La Sentencia del Tribunal Supremo de 19 de mayo de 2026, núm. 620/2026 (ECLI:ES:TS:2026:2148), de la Sala de lo Contencioso-Administrativo (Sección 3.ª), resuelve respecto del recurso contencioso-administrativo interpuesto por la Generalitat Valenciana contra el Real Decreto 1312/2024, de 23 de diciembre, por el que se regulaba el procedimiento de Registro Único de Arrendamientos y se creó la Ventanilla Única Digital de Arrendamientos (VUDA) para la recogida e intercambio de datos relativos al alquiler de alojamientos de corta duración.  

El fallo estima parcialmente el recurso y anula los preceptos del citado Real Decreto relativos al procedimiento de registro único y la obligación de la inscripción en el Registro de la Propiedad o en el de Bienes Muebles para obtener un número de registro que permite ofrecer los servicios de alquiler de alojamientos de corta duración a través de las plataformas en línea con licencia previa por parte de la administración pública correspondiente, al entender que el Estado carecía de título competencial suficiente para su creación, dado que la materia afecta a las competencias autonómicas en turismo y vivienda 

Concretamente, se considera que la exigencia de calificación favorable por parte del Registrador, quien no es competente en materia de turismo, para la obtención del número de registro, entra a valorar nuevamente la validez de un registro ya otorgado por la Comunidad Autónoma competente. Por ejemplo, si un Ayuntamiento ya había otorgado un número de licencia y el inmueble objeto de arrendamiento de corta durada ostentaba y cumplía con los requisitos legalmente exigibles, ¿porque debía volver a valorarse y obtenerse ulterior número para poder ser comercializado? En suma, el Real Decreto objeto de controversia, lejos de lo que predicaba el Reglamento UE a tales efectos, se aleja de la simplificación que se buscaba, estableciendo un doble registro, el de las Comunidades Autónomas, quienes, si ostentan la competencia a tales efectos y, posteriormente el del Registro de la Propiedad. Igualmente, se confirma la validez de la regulación de la VUDA y de las obligaciones de comunicación de datos de las plataformas digitales. 

Analizamos la presente resolución por cuanto detrás del debate competencial hay un coste muy concreto para miles de propietarios y gestores: quienes ya tramitaron el Número de Registro Único de Arrendamientos (NRUA), comunicaron sus datos, incluso a un mínimo de dos administraciones distintas (estatal y local), siendo este último punto innecesario por cuanto debería unificarse y facilitarse la comunicación de datos. A su vez, asumieron los gastos derivados del procedimiento, de obtención del NRUA, encontrándose ahora con que todo ese esfuerzo queda anulado sin compensación y sin una solución transitoria clara. La sentencia resuelve el conflicto entre instituciones, pero no dice nada sobre qué ocurre con quienes cumplieron de buena fe una obligación que el Tribunal acaba de declarar inválida. 

Resumen del caso: 

El litigio tiene su origen en la aprobación del Real Decreto 1312/2024, que pretendía dar cumplimiento al Reglamento (UE) 2024/1028 del Parlamento Europeo y del Consejo, de 11 de abril de 2024, sobre recogida e intercambio de datos relativos a los servicios de alquiler de alojamientos de corta duración. 

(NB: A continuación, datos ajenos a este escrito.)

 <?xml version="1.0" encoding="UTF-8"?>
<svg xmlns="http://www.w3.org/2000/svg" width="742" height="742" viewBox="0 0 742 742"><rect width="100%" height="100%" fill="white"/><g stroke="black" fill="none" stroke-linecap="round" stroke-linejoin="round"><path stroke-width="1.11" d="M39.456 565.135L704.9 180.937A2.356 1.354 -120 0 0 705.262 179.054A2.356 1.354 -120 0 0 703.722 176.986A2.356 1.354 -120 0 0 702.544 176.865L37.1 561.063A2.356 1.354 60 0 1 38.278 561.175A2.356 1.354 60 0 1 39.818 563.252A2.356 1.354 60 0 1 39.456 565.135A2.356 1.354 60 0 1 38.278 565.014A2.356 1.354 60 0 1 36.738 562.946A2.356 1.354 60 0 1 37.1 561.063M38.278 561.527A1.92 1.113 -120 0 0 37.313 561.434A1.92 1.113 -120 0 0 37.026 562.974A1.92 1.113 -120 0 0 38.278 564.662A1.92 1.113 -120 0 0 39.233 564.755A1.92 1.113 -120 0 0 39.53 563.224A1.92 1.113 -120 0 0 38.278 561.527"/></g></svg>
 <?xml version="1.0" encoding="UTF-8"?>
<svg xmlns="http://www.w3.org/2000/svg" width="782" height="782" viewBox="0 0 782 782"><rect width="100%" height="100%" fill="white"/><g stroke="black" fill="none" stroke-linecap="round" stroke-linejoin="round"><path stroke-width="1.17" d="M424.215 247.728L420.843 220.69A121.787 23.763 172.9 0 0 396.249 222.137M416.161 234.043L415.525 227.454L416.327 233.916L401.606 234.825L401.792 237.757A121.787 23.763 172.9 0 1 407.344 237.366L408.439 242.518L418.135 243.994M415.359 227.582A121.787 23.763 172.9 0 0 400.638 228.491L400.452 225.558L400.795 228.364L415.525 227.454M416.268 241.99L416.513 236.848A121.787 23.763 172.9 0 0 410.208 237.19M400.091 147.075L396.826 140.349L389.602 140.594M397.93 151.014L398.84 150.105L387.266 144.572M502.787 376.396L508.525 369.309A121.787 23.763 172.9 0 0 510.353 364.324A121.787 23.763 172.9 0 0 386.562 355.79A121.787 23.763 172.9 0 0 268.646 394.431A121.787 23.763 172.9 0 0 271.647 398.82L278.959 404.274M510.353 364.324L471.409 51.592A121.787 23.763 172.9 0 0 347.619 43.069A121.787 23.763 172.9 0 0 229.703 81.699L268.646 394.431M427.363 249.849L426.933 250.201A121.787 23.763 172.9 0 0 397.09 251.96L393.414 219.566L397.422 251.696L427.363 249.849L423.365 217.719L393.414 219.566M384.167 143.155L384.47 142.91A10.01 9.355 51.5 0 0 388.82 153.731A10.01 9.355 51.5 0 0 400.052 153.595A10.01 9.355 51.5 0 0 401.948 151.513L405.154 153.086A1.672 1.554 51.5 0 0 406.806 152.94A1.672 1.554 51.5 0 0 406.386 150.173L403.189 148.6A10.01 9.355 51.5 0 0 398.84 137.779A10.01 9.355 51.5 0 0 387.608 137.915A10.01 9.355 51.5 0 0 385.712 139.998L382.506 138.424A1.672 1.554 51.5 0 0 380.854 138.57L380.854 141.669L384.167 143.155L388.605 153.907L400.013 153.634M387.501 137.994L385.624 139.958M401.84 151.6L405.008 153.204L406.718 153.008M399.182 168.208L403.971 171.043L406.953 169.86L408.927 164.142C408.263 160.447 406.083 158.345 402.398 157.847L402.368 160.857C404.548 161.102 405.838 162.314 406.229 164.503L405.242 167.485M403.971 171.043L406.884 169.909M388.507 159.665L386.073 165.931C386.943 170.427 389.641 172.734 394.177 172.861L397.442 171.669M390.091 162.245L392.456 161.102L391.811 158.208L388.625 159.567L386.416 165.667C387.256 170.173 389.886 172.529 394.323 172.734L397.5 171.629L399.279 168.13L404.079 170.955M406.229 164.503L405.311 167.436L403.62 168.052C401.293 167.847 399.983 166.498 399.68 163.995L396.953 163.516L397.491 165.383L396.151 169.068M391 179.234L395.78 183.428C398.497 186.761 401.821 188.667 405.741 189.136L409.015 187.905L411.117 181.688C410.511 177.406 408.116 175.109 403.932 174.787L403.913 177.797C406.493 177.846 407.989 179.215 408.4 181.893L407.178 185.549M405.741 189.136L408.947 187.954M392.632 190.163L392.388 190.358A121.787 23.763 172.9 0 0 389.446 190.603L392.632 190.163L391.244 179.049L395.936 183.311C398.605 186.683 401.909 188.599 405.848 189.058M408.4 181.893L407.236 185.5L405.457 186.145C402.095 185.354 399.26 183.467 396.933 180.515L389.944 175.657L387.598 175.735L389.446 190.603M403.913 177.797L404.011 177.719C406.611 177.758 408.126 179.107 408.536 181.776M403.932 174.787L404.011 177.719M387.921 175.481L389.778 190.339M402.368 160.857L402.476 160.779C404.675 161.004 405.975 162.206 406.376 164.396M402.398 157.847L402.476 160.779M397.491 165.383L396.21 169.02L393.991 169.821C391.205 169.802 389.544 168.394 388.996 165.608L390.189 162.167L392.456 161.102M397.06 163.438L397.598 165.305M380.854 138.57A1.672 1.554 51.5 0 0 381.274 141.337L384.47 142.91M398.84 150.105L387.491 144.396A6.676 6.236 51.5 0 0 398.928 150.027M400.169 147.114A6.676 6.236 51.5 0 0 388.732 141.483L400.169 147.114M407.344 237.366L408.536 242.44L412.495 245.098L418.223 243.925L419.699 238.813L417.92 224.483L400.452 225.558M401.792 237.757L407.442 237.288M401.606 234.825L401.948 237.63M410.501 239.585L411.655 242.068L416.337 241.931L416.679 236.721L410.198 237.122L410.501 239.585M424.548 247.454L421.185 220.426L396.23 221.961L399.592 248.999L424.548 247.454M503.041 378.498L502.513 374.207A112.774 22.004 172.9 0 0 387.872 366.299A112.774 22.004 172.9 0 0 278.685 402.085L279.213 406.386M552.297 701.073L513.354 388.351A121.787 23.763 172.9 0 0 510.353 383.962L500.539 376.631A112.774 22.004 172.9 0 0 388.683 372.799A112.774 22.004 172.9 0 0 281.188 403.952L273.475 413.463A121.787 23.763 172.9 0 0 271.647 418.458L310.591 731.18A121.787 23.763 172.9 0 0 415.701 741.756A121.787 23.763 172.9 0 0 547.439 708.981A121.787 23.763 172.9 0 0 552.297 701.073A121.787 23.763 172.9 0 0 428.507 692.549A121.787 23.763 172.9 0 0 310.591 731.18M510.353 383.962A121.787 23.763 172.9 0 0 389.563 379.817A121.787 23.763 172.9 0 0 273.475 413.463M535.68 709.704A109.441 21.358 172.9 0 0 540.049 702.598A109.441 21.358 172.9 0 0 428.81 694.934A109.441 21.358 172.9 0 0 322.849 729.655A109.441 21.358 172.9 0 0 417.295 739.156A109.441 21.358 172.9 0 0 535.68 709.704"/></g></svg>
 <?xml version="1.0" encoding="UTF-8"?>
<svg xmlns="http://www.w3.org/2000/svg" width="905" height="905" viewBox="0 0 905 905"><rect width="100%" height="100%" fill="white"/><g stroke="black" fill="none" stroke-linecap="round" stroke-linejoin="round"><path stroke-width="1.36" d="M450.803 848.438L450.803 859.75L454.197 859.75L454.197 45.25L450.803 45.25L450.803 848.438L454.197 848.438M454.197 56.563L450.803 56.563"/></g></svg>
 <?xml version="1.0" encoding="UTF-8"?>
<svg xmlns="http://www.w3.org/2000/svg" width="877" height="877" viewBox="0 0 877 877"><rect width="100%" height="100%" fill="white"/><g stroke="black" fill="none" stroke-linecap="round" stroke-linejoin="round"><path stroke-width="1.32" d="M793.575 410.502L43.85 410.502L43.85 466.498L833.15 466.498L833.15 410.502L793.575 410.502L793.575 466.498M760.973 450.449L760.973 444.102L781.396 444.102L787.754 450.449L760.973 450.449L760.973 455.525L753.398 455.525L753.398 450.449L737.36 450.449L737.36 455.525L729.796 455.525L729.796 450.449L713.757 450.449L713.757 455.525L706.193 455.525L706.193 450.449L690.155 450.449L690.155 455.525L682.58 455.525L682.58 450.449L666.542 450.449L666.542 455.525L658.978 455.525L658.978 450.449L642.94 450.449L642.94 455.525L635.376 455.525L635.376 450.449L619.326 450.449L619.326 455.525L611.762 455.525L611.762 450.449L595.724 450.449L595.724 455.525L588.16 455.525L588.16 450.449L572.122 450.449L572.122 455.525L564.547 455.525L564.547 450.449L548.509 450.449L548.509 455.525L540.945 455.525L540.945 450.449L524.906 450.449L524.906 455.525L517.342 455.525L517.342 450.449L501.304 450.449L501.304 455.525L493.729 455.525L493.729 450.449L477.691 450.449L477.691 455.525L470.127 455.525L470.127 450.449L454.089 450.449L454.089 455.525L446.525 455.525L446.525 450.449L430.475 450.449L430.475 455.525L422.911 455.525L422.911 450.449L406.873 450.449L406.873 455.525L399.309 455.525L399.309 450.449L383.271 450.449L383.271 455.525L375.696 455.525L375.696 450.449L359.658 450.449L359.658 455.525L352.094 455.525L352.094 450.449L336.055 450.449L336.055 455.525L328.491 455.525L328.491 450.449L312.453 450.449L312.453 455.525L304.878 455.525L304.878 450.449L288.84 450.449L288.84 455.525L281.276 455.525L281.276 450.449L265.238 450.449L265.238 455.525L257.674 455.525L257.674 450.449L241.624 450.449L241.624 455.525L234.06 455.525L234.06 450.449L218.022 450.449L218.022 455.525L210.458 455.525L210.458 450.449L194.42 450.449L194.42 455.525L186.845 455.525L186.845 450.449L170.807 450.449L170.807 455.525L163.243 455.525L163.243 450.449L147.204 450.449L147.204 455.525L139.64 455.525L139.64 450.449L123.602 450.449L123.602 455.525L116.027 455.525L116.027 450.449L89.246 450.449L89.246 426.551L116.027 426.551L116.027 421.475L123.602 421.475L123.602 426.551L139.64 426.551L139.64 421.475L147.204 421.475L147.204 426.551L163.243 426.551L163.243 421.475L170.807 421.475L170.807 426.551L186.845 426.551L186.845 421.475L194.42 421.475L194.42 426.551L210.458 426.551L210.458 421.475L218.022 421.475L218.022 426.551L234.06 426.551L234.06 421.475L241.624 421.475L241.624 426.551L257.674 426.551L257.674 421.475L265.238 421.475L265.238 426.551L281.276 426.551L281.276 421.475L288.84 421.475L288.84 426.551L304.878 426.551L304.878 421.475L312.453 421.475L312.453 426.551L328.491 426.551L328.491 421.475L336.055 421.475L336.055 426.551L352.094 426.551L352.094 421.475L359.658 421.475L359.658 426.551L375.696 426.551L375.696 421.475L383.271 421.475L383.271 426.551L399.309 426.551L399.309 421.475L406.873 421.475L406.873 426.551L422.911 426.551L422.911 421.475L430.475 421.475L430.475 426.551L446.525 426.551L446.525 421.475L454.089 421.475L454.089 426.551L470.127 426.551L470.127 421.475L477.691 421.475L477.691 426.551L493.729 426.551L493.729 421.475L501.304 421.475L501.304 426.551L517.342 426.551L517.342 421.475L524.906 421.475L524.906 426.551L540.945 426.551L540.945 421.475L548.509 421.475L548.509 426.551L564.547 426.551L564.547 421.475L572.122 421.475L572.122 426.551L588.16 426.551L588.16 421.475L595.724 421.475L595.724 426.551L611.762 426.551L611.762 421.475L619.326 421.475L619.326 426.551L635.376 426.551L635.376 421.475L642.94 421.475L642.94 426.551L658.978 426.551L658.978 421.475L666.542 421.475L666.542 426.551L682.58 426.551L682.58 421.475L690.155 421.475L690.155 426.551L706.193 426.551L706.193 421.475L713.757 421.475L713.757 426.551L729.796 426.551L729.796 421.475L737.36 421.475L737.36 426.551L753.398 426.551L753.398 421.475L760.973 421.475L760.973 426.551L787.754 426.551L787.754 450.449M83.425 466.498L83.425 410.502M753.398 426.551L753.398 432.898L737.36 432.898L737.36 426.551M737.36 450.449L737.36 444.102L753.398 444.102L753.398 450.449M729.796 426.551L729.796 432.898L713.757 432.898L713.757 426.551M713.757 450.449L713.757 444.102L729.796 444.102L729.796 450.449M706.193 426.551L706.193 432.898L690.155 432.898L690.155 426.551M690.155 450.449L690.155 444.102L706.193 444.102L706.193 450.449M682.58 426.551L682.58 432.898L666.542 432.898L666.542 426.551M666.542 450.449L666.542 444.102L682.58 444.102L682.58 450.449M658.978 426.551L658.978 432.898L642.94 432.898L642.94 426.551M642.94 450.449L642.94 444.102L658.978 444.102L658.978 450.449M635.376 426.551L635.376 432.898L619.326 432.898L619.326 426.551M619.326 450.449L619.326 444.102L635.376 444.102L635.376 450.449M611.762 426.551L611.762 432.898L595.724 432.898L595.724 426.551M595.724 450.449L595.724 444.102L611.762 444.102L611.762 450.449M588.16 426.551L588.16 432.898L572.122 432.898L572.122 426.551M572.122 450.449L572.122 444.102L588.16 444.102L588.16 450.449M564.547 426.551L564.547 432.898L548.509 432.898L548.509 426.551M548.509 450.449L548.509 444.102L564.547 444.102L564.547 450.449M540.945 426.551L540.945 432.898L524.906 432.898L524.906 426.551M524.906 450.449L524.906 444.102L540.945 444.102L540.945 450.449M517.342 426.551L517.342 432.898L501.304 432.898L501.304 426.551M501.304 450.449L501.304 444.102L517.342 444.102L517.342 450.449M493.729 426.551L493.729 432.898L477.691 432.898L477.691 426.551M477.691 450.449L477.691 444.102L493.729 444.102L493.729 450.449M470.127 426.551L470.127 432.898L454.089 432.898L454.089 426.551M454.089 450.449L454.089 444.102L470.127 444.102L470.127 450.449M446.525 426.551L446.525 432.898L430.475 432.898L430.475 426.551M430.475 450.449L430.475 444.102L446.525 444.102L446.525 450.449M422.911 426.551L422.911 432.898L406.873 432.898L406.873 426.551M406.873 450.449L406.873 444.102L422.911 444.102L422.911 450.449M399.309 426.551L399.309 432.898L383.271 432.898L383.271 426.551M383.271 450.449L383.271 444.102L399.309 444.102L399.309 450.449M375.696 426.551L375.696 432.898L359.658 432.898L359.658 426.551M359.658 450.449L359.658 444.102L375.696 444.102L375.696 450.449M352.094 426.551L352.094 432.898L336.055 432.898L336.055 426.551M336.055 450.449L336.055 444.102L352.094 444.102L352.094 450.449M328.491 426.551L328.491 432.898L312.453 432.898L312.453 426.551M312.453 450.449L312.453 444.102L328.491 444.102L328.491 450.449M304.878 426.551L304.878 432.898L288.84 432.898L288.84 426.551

Para ello, el Gobierno diseñó un sistema de registro único a nivel nacional vinculado al Registro de la Propiedad y al Registro de Bienes Muebles, con el Colegio de Registradores como autoridad competente para asignar los números de registro. La inscripción mediante nota marginal era requisito necesario para poder anunciar los alojamientos en plataformas en línea. 

El problema era que, en el momento de aprobarse la norma, prácticamente todas las comunidades autónomas ya disponían de registros propios de viviendas de uso turístico creados en ejercicio de sus competencias exclusivas en materia de turismo. A este respecto, cabe señalar que para la obtención de dicho NRUA se precisaba aportar al Registro de la Propiedad correspondiente, copia de la licencia original, la cual por sí misma ya otorga al propietario el derecho a comercializar la vivienda para el arrendamiento de corta duración.  

Por ello, el nuevo registro estatal se superponía a estos, generando una duplicidad de procedimientos que el propio Reglamento europeo prohíbe expresamente. 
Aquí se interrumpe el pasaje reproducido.